(Excerpts from a dataset)
* * * * * * * * *

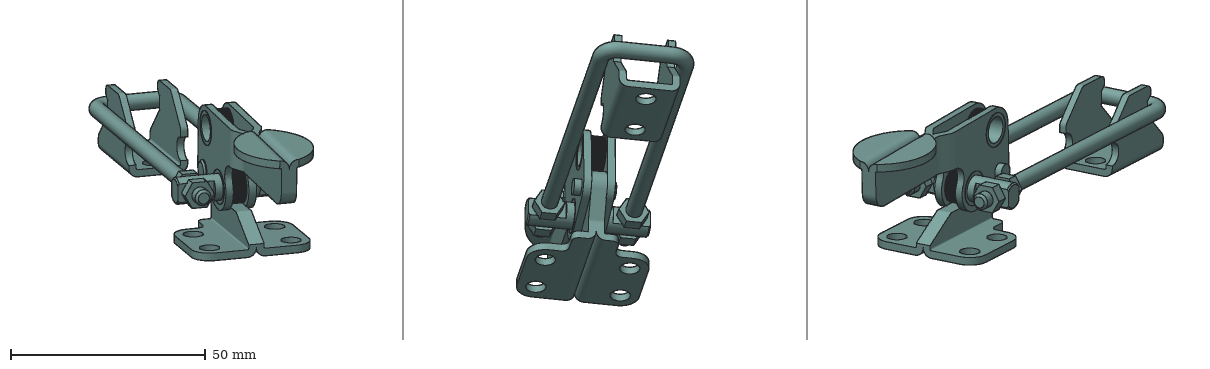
import cadquery as cq
import math


sheet = 2.1
fold_inner = 0.4
fold_outer = fold_inner + sheet
web_half = sheet
lever_half = web_half + sheet
hole_dia = 5.2
big = 130.0

trunnion_x = 85.2
trunnion_z = 14.0
rivet_x = 73.3
rivet_z = 15.3
rod_y = 11.0

rod_dia = 4.3
rod_front_x = 4.8
rod_end_x = 94.0
rod_bend = 4.2
rod_chamfer = 0.6
nut_flats = 6.9
nut_thickness = 3.1

trunnion_dia = 7.0
trunnion_length = 32.0
trunnion_flat_half = 2.5
trunnion_flat_start = 6.1
trunnion_chamfer = 0.4

rivet_dia = 4.3
rivet_head_dia = 5.3
rivet_head_thickness = 0.8
rivet_head_chamfer = 0.5
rivet_tail_y = 6.1

catch_length = 24.7
catch_width = 16.0
catch_height = 20.0
catch_sheet = 2.0
catch_inner_bend = 0.5
catch_outer_bend = catch_inner_bend + catch_sheet
catch_toe_z = 4.5
seat_x = 7.5
seat_low_z = catch_toe_z + seat_x
seat_high_z = 16.0
hook_tip_x = 6.0
hook_tip_low_z = 17.3
hook_round = 1.7
catch_round = 2.0
catch_top_end_x = 16.5
catch_back_z = catch_height - (catch_length - catch_top_end_x)
notch_z = 6.4
notch_radius = 3.1
catch_hole_xs = (5.1, 20.0)

base_start_x = 73.3
base_end_x = 103.5
base_half_width = trunnion_length / 2
base_corner = 5.0
foot_half_width = 6.1
foot_corner = 2.0
foot_length = 7.2
shoulder_x = base_start_x + foot_length
web_lobe = 4.7
web_knee_z = 5.5
web_saddle_x = 79.5
web_saddle_z = 9.4
web_saddle_end_x = 93.3
web_heel_z = 3.4
web_round = 1.3

lever_tilt = 2.2
lever_lobe = 6.1
lever_back_u = -16.6
lever_top_v = 18.5
lever_belly_angle = 12.0
blade_bottom_v = 8.2
blade_end_u = 44.1
blade_corner = 3.9
heel_round = 4.5
throat_radius = 3.6
cheek_shoulder_u = 9.9
cheek_root_u = 13.5
shoulder_bend = 3.9
root_bend = 2.1
closing_angle = math.atan2(sheet, cheek_root_u - cheek_shoulder_u)
slot_shoulder_u = cheek_shoulder_u - sheet * math.tan(closing_angle / 2)
slot_tip_u = slot_shoulder_u + cheek_root_u - cheek_shoulder_u

bush_outer = 4.5
bush_bore = trunnion_dia / 2
bush_recess = 0.1
spare_bush_u = -10.8
spare_bush_v = 12.5
tooth_count = 60
tooth_half_depth = 0.1
tooth_tip = bush_outer + tooth_half_depth
tooth_root = bush_outer - tooth_half_depth
lever_back_corner = spare_bush_u - lever_back_u

thumb_start_u = 18.8
thumb_top_v = 20.9
thumb_half_width = 10.0
thumb_end_half = 2.6


def side_plane(x, z, y):
    """Sketch plane facing -Y, so that its coordinates are X and Z."""
    return cq.Workplane("XZ", origin=(x, y, z))


def cross_bar(x, z, radius, y_start, y_end):
    """Round bar along Y."""
    return side_plane(x, z, y_end).circle(radius).extrude(y_end - y_start)


def through_bar(x, z, radius):
    """Bar along Y that is long enough to cut any body."""
    return cross_bar(x, z, radius, -big / 2, big / 2)


def along_x_bar(y, x_start, x_end):
    """Round bar of the rod diameter along X, at trunnion height."""
    plane = cq.Workplane("YZ", origin=(x_start, y, trunnion_z))
    return plane.circle(rod_dia / 2).extrude(x_end - x_start)


def vertical_hole(x, y):
    return cq.Workplane("XY", origin=(x, y, 0)).circle(hole_dia / 2).extrude(sheet)


def round_edge(body, point, radius):
    """Fillet the edge whose middle lies at the given point."""
    return body.edges(cq.selectors.NearestToPointSelector(point)).fillet(radius)


def fold_groove(x_start, x_end, apex_z, mouth_z):
    """Groove along X between the two outer bends of a pair of sheets folded apart."""
    radius = fold_outer
    depth = math.copysign(radius, mouth_z - apex_z)
    inset = 1 - math.sqrt(0.5)
    return (
        cq.Workplane("YZ", origin=(x_start, 0, 0))
        .moveTo(-radius, mouth_z)
        .threePointArc((-radius * inset, mouth_z - depth * inset), (0, apex_z))
        .threePointArc((radius * inset, mouth_z - depth * inset), (radius, mouth_z))
        .close()
        .extrude(x_end - x_start)
    )


def make_catch():
    half = catch_width / 2
    channel = cq.Workplane("XY").box(
        catch_length, catch_width, catch_height, centered=(False, True, False)
    )
    channel = channel.edges("|X and <Z").fillet(catch_outer_bend)
    inner = (
        cq.Workplane("XY", origin=(0, 0, catch_sheet))
        .box(catch_length, 2 * (half - catch_sheet), catch_height, centered=(False, True, False))
        .edges("|X and <Z")
        .fillet(catch_inner_bend)
    )
    profile = (
        side_plane(0, 0, half)
        .polyline([
            (0, 0),
            (catch_length, 0),
            (catch_length, catch_back_z),
            (catch_top_end_x, catch_height),
            (hook_tip_x, catch_height),
            (hook_tip_x, hook_tip_low_z),
            (seat_x, seat_high_z),
            (seat_x, seat_low_z),
            (0, catch_toe_z),
        ])
        .close()
        .extrude(catch_width)
    )
    profile = round_edge(profile, (hook_tip_x, 0, catch_height), hook_round)
    for x, z in ((0, catch_toe_z), (catch_top_end_x, catch_height), (catch_length, catch_back_z)):
        profile = round_edge(profile, (x, 0, z), catch_round)
    catch = channel.cut(inner).intersect(profile)
    catch = catch.cut(through_bar(catch_length, notch_z, notch_radius))
    for x in catch_hole_xs:
        catch = catch.cut(vertical_hole(x, 0))
    return catch


def make_u_bolt():
    bend_end_x = rod_front_x + rod_bend
    bar_half = rod_y - rod_bend
    bend_mid = rod_bend * math.sqrt(0.5)
    path = (
        cq.Workplane("XY", origin=(0, 0, trunnion_z))
        .moveTo(rod_end_x, -rod_y)
        .lineTo(bend_end_x, -rod_y)
        .threePointArc((bend_end_x - bend_mid, -bar_half - bend_mid), (rod_front_x, -bar_half))
        .lineTo(rod_front_x, bar_half)
        .threePointArc((bend_end_x - bend_mid, bar_half + bend_mid), (bend_end_x, rod_y))
        .lineTo(rod_end_x, rod_y)
    )
    bolt = (
        cq.Workplane("YZ", origin=(rod_end_x, -rod_y, trunnion_z))
        .circle(rod_dia / 2)
        .sweep(path)
        .faces(">X")
        .edges()
        .chamfer(rod_chamfer)
    )
    nut_starts = (
        trunnion_x - trunnion_flat_half - nut_thickness,
        trunnion_x + trunnion_flat_half,
    )
    for y in (-rod_y, rod_y):
        for x in nut_starts:
            bolt = bolt.union(make_nut(x, y))
    return bolt


def make_nut(x, y):
    """Hexagon with flats at top and bottom, to be fused with the rod."""
    across_corners = nut_flats / math.cos(math.radians(30))
    plane = cq.Workplane("YZ", origin=(x, y, trunnion_z))
    return plane.polygon(6, across_corners).extrude(nut_thickness)


def make_trunnion():
    half = trunnion_length / 2
    trunnion = cross_bar(trunnion_x, trunnion_z, trunnion_dia / 2, -half, half)
    trunnion = trunnion.faces("<Y or >Y").edges().chamfer(trunnion_chamfer)
    flat_length = half - trunnion_flat_start
    flat_mid = (half + trunnion_flat_start) / 2
    for y_side in (-1, 1):
        for x_side in (-1, 1):
            x = trunnion_x + x_side * (trunnion_flat_half + trunnion_dia / 2)
            block = cq.Workplane("XY", origin=(x, y_side * flat_mid, trunnion_z)).box(
                trunnion_dia, flat_length, 2 * trunnion_dia
            )
            trunnion = trunnion.cut(block)
        trunnion = trunnion.cut(along_x_bar(y_side * rod_y, 0, big))
    return trunnion


def make_rivet():
    shank = cross_bar(rivet_x, rivet_z, rivet_dia / 2, -lever_half, rivet_tail_y)
    head = cross_bar(
        rivet_x, rivet_z, rivet_head_dia / 2, -lever_half - rivet_head_thickness, -lever_half
    )
    head = head.faces("<Y").edges().chamfer(rivet_head_chamfer)
    return shank.union(head)


def make_base_plate():
    foot = cq.Workplane("XY", origin=(base_start_x, 0, 0)).box(
        foot_length + base_corner, 2 * foot_half_width, sheet, centered=(False, True, False)
    )
    foot = foot.edges("|Z and <X").fillet(foot_corner)
    pad = cq.Workplane("XY", origin=(shoulder_x, 0, 0)).box(
        base_end_x - shoulder_x, 2 * base_half_width, sheet, centered=(False, True, False)
    )
    pad = pad.edges("|Z").fillet(base_corner)
    plate = foot.union(pad)
    for y in (-foot_half_width, foot_half_width):
        plate = round_edge(plate, (shoulder_x, y, sheet / 2), foot_corner)
    for x in (shoulder_x + base_corner, base_end_x - base_corner):
        for y in (-rod_y, rod_y):
            plate = plate.cut(vertical_hole(x, y))
    return plate


def make_base_web():
    knee_distance = math.hypot(rivet_x - base_start_x, rivet_z - web_knee_z)
    touch_angle = (
        math.atan2(web_knee_z - rivet_z, base_start_x - rivet_x) - math.acos(web_lobe / knee_distance)
    )
    front_x = rivet_x + web_lobe * math.cos(touch_angle)
    front_z = rivet_z + web_lobe * math.sin(touch_angle)
    web = (
        side_plane(0, 0, web_half)
        .moveTo(base_start_x, 0)
        .lineTo(base_start_x, web_knee_z)
        .lineTo(front_x, front_z)
        .threePointArc((rivet_x, rivet_z + web_lobe), (rivet_x + web_lobe, rivet_z))
        .lineTo(web_saddle_x, web_saddle_z)
        .lineTo(web_saddle_end_x, web_saddle_z)
        .lineTo(base_end_x, web_heel_z)
        .lineTo(base_end_x, 0)
        .close()
        .extrude(2 * web_half)
    )
    rounded = ((base_start_x, web_knee_z), (web_saddle_end_x, web_saddle_z))
    for x, z in rounded:
        web = round_edge(web, (x, 0, z), web_round)
    return web


def make_base():
    base = make_base_plate().union(make_base_web())
    under_bend = cq.selectors.BoxSelector(
        (base_start_x, -web_half - fold_inner, sheet - fold_inner),
        (base_end_x, web_half + fold_inner, sheet + fold_inner),
    )
    base = base.edges("|X").edges(under_bend).fillet(fold_inner)
    base = base.cut(fold_groove(base_start_x, base_end_x, fold_outer, 0))
    return base.cut(through_bar(rivet_x, rivet_z, rivet_dia / 2))


def lever_profile():
    """Side outline of the lever, extruded over its full width."""
    belly = math.radians(lever_belly_angle)
    belly_u = -lever_lobe * math.sin(belly)
    belly_v = -lever_lobe * math.cos(belly)
    heel_v = belly_v + (belly_u - lever_back_u) * math.tan(belly)
    throat_v = blade_bottom_v - throat_radius
    throat_u = math.sqrt((lever_lobe + throat_radius) ** 2 - throat_v ** 2)
    touch = lever_lobe / (lever_lobe + throat_radius)
    throat_angle = (math.pi + math.atan2(throat_v, throat_u) + math.pi / 2) / 2
    profile = (
        side_plane(0, 0, lever_half)
        .moveTo(lever_back_u, heel_v)
        .lineTo(belly_u, belly_v)
        .threePointArc(
            (lever_lobe * math.sqrt(0.5), -lever_lobe * math.sqrt(0.5)),
            (throat_u * touch, throat_v * touch),
        )
        .threePointArc(
            (
                throat_u + throat_radius * math.cos(throat_angle),
                throat_v + throat_radius * math.sin(throat_angle),
            ),
            (throat_u, blade_bottom_v),
        )
        .lineTo(blade_end_u, blade_bottom_v)
        .lineTo(blade_end_u, lever_top_v)
        .lineTo(lever_back_u, lever_top_v)
        .close()
        .extrude(2 * lever_half)
    )
    profile = round_edge(profile, (blade_end_u, 0, blade_bottom_v), blade_corner)
    profile = round_edge(profile, (lever_back_u, 0, lever_top_v), lever_back_corner)
    return round_edge(profile, (lever_back_u, 0, heel_v), heel_round)


def lever_plan():
    """Fork of two sheets that close into a double-thickness blade, extruded upward."""
    floor_v = -2 * lever_lobe
    outline = (
        cq.Workplane("XY", origin=(0, 0, floor_v))
        .polyline([
            (lever_back_u, -lever_half),
            (cheek_shoulder_u, -lever_half),
            (cheek_root_u, -web_half),
            (blade_end_u, -web_half),
            (blade_end_u, web_half),
            (cheek_root_u, web_half),
            (cheek_shoulder_u, lever_half),
            (lever_back_u, lever_half),
        ])
        .close()
        .extrude(big)
    )
    middle_v = floor_v + big / 2
    for side in (-1, 1):
        outline = round_edge(outline, (cheek_shoulder_u, side * lever_half, middle_v), shoulder_bend)
        outline = round_edge(outline, (cheek_root_u, side * web_half, middle_v), root_bend)
    slot = (
        cq.Workplane("XY", origin=(0, 0, floor_v))
        .polyline([
            (lever_back_u, -web_half),
            (slot_shoulder_u, -web_half),
            (slot_tip_u, 0),
            (slot_shoulder_u, web_half),
            (lever_back_u, web_half),
        ])
        .close()
        .extrude(big)
    )
    for y in (-web_half, web_half):
        slot = round_edge(slot, (slot_shoulder_u, y, middle_v), shoulder_bend - sheet)
    return outline.cut(slot)


def add_bushing(lever, u, v):
    """Set a bushing in both cheeks; it is serrated where it bridges the fork."""
    tube_half = lever_half - bush_recess
    step = math.pi / tooth_count
    teeth = [
        (radius * math.cos(index * step), radius * math.sin(index * step))
        for index, radius in enumerate([tooth_tip, tooth_root] * tooth_count)
    ]
    bridge = side_plane(u, v, web_half).polyline(teeth).close().extrude(2 * web_half)
    tube = cross_bar(u, v, bush_outer, -tube_half, tube_half)
    lever = lever.cut(through_bar(u, v, bush_outer))
    lever = lever.union(tube).union(bridge)
    return lever.cut(through_bar(u, v, bush_bore))


def make_thumb_plate():
    """Pointed oval made by folding both blade sheets outward."""
    thumb_bottom_v = thumb_top_v - sheet
    middle_u = (thumb_start_u + blade_end_u) / 2
    oval = (
        cq.Workplane("XY", origin=(0, 0, thumb_bottom_v))
        .moveTo(thumb_start_u, -thumb_end_half)
        .threePointArc((middle_u, -thumb_half_width), (blade_end_u, -thumb_end_half))
        .lineTo(blade_end_u, thumb_end_half)
        .threePointArc((middle_u, thumb_half_width), (thumb_start_u, thumb_end_half))
        .close()
        .extrude(sheet)
    )
    neck = cq.Workplane("XY", origin=(thumb_start_u, 0, blade_bottom_v + blade_corner)).box(
        blade_end_u - thumb_start_u,
        2 * web_half,
        thumb_top_v - blade_bottom_v - blade_corner,
        centered=(False, True, False),
    )
    plate = oval.union(neck)
    under_bend = cq.selectors.BoxSelector(
        (thumb_start_u, -web_half - fold_inner, thumb_bottom_v - fold_inner),
        (blade_end_u, web_half + fold_inner, thumb_bottom_v + fold_inner),
    )
    plate = plate.edges("|X").edges(under_bend).fillet(fold_inner)
    groove = fold_groove(thumb_start_u, blade_end_u, thumb_top_v - fold_outer, thumb_top_v)
    return plate.cut(groove)


def make_lever():
    lever = lever_profile().intersect(lever_plan())
    lever = lever.union(make_thumb_plate())
    for u, v in ((0, 0), (spare_bush_u, spare_bush_v)):
        lever = add_bushing(lever, u, v)
    lever = lever.rotate((0, 0, 0), (0, 1, 0), lever_tilt)
    lever = lever.translate((trunnion_x, 0, trunnion_z))
    return lever.cut(through_bar(rivet_x, rivet_z, rivet_dia / 2))


catch = make_catch()
u_bolt = make_u_bolt()
trunnion = make_trunnion()
rivet = make_rivet()
base = make_base()
lever = make_lever()

result = cq.Compound.makeCompound([
    catch.val(),
    u_bolt.val(),
    trunnion.val(),
    rivet.val(),
    base.val(),
    lever.val(),
])

* * * * * * * * *

* _EXERCISE DESCRIPTION_
In the entries above, how many lines include the word "True"? Give only that number.

* _WRITTEN RESPONSE_
5